- Born: 1951 (age 74–75) Claresholm, Alberta, Canada
- Other names: Jerri Duce Phillips
- Occupations: Rodeo contestant, trick rider, horse trainer
- Years active: 1960-present

= Jerri Duce =

Canadian barrel racer

Jerri Duce, also known as Jerri Duce Phillips, (born 1951) is a nine-time Canadian barrel racing champion. She was the first Canadian woman to qualify for the National Finals Rodeo (1975) in the United States and was the first woman inducted into the Canadian Pro Rodeo Hall of Fame (1997). She also performed as a trick rider and stunt rider. She was inducted into the Alberta Sports Hall of Fame in 2010 and runs a horseback riding school.

==Early life==
Jerri Duce was born in 1951 in Claresholm, Alberta, Canada, to Rose M. (née Cisar) and Frank M. Duce. Her father was a rodeo champion, holding the Canadian title for saddle bronc riding in 1951 and 1952. Her mother was a hairdresser and seamstress, who made all of the costumes for the rest of the family in their rodeo competitions.

Along with her older brother Jack and younger sister Joy, Duce began riding at a young age. All three children participated in rodeo. When Duce was nine, her father bought a trick saddle for his daughters at their insistence. The girls began trying tricks on the saddle and then bought the book The Complete Book of Trick and Fancy Riding, which advertised "144 ways to break your neck" and gave diagrams and descriptions of various tricks. Because of his involvement in rodeo, their father knew people who could coach the girls and hired trainers for them.

==Career==
Duce began a trick riding career with her sister, Joy, in 1960, when they were hired by a stock contractor who booked them for 50 shows. Though they lived in Granum, Alberta, eight months out of the year, the sisters traveled with their parents, performing at shows. Initially, they were called "Sister Act", but soon changed their name to "The Flying Duces". Among the tricks in their act the sisters performed the back bend, the one foot stand, the layout, the suicide drag, and the under the neck tricks. In 1972, they teamed up with J. W. Stoker, a champion trick rider and roper from Weatherford, Texas and toured throughout the U.S. as the "Ace and Two Duces" and booked shows with him through 1974.

Around 1980, Duce married Lee Phillips, a steer wrestler, who had been president of the Canadian Professional Rodeo Association (CPRA). For a time, the sisters performed with Leo Gooch before having Kelly King join their act in the mid-1980s, performing as JLK Troupe. They rode all over North America and performed abroad "in England and Scotland in 1981, Bermuda in 1988 and Japan in 1991". Their performance venues included Expo 67 and the 1988 Winter Olympics, as well as many annual shows at the Calgary Stampede. They also performed as stunt riders in films, such as Robert Altman's 1975 production, Buffalo Bill and the Indians, or Sitting Bull's History Lesson.

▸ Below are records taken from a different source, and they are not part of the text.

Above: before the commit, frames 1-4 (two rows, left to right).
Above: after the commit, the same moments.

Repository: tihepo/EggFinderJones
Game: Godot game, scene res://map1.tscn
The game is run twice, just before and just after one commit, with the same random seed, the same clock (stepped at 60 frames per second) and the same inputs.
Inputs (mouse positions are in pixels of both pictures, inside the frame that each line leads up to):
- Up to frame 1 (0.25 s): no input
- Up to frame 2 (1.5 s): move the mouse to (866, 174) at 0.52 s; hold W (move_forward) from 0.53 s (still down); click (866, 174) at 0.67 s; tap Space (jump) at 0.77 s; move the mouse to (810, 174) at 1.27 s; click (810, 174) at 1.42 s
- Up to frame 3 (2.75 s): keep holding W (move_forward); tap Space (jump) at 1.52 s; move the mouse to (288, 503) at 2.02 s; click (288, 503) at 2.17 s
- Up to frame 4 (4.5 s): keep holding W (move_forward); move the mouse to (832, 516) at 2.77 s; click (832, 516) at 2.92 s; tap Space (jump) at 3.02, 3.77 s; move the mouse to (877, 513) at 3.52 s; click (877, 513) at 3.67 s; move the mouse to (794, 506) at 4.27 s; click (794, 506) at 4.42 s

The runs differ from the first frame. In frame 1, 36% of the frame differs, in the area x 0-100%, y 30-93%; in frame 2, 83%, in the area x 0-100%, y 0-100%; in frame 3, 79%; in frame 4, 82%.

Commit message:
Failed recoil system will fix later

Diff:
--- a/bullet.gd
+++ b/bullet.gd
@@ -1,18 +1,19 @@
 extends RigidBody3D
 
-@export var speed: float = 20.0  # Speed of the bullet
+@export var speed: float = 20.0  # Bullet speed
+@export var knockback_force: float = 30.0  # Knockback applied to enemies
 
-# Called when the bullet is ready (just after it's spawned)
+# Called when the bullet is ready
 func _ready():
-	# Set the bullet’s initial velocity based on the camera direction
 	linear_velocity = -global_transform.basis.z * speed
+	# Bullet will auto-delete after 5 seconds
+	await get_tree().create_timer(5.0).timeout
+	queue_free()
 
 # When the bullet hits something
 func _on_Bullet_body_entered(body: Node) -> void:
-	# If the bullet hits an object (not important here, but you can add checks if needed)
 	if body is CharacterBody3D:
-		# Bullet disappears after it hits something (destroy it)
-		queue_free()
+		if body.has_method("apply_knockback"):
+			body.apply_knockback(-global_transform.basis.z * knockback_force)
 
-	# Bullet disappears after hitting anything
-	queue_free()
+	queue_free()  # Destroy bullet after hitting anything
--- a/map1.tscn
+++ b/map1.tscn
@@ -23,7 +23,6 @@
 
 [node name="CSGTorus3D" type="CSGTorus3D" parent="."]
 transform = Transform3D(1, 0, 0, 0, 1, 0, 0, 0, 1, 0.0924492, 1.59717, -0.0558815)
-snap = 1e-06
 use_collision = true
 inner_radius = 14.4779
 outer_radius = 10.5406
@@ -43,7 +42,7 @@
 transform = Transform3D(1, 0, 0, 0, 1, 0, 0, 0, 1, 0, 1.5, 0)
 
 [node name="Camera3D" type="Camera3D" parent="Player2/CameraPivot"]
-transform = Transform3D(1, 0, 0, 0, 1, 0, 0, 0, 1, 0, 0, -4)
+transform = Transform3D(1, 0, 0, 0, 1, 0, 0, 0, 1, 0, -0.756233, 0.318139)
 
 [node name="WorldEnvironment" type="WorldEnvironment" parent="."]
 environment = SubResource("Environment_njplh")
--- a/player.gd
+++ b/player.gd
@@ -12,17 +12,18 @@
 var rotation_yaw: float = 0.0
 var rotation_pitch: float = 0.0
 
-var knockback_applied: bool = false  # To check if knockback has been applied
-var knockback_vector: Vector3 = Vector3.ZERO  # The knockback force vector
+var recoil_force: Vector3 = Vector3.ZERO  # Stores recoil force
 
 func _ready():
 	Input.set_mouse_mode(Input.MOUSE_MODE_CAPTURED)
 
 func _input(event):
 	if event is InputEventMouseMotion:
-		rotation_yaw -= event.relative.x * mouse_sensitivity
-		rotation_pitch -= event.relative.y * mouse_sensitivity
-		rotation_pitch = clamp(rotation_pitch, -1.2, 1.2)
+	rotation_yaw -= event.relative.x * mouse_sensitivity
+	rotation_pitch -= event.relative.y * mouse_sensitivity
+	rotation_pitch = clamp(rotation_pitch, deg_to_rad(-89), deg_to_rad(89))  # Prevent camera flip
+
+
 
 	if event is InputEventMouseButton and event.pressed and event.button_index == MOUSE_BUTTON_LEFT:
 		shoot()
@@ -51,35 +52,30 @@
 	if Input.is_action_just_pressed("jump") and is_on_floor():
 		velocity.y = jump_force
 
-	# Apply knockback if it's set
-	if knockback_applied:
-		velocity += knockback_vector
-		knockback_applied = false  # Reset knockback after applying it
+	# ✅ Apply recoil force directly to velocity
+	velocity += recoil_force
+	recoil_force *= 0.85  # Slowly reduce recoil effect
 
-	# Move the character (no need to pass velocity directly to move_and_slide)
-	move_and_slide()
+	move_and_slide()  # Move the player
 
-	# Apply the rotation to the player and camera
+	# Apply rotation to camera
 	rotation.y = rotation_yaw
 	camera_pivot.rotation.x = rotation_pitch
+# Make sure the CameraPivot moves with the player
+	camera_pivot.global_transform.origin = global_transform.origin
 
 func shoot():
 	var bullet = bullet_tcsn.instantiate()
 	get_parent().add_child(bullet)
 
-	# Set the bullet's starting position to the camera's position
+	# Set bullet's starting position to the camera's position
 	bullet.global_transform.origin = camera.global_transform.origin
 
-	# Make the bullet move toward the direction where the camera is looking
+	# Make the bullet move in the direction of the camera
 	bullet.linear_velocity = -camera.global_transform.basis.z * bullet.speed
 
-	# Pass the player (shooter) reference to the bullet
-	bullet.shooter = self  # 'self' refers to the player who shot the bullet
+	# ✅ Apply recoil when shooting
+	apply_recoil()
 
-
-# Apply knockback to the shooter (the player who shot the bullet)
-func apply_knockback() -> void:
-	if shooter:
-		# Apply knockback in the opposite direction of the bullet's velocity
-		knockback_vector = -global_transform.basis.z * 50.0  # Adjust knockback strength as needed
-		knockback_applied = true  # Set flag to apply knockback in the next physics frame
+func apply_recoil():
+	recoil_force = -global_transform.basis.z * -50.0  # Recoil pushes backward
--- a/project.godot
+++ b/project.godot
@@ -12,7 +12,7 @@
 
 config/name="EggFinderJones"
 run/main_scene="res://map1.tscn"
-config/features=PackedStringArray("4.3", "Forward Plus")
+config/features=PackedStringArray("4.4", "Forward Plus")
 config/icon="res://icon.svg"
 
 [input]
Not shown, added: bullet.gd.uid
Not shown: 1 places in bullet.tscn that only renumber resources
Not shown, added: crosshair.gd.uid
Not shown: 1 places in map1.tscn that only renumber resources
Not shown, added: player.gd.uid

Duce won her first Canadian barrel racing championship in 1964, when she was 12 years old. It was the first time the championship had been won by a member of the junior division. She repeated the feat eight times, winning in 1965, 1966, 1968, 1970, 1974, 1975, 1976, 1977. Her sister finished second in the standings on five of Duce's winning years. She also holds the Canadian record for the most points won over six events, 230 points, as well as the most first place rankings over six events, with five firsts. She was the first Canadian woman to qualify for the National Finals Rodeo (NFR) and competed at the Oklahoma State Fair Grounds Arena in 1975 and 1976. Though she qualified for the National Finals Rodeo in 1977, a training accident took her out of the competition.

When Duce became too old to compete in the Canadian Professional Rodeo Association, she joined the Canadian Senior Pro Rodeo Association. In 2012 and 2016, she and her partners won the Ribbon Roping Over 60 championship. In 2014, she won the Ladies Barrel Racing Over 60 championship. Also during this time, in 2012, she awarded the Pattie McPeak Award.

In 1997, Duce was inducted into the Canadian Pro Rodeo Hall of Fame, the first woman to be inducted. She began operating a trick riding school in 2003 near Carseland. She was inducted into the Alberta Sports Hall of Fame in 2010.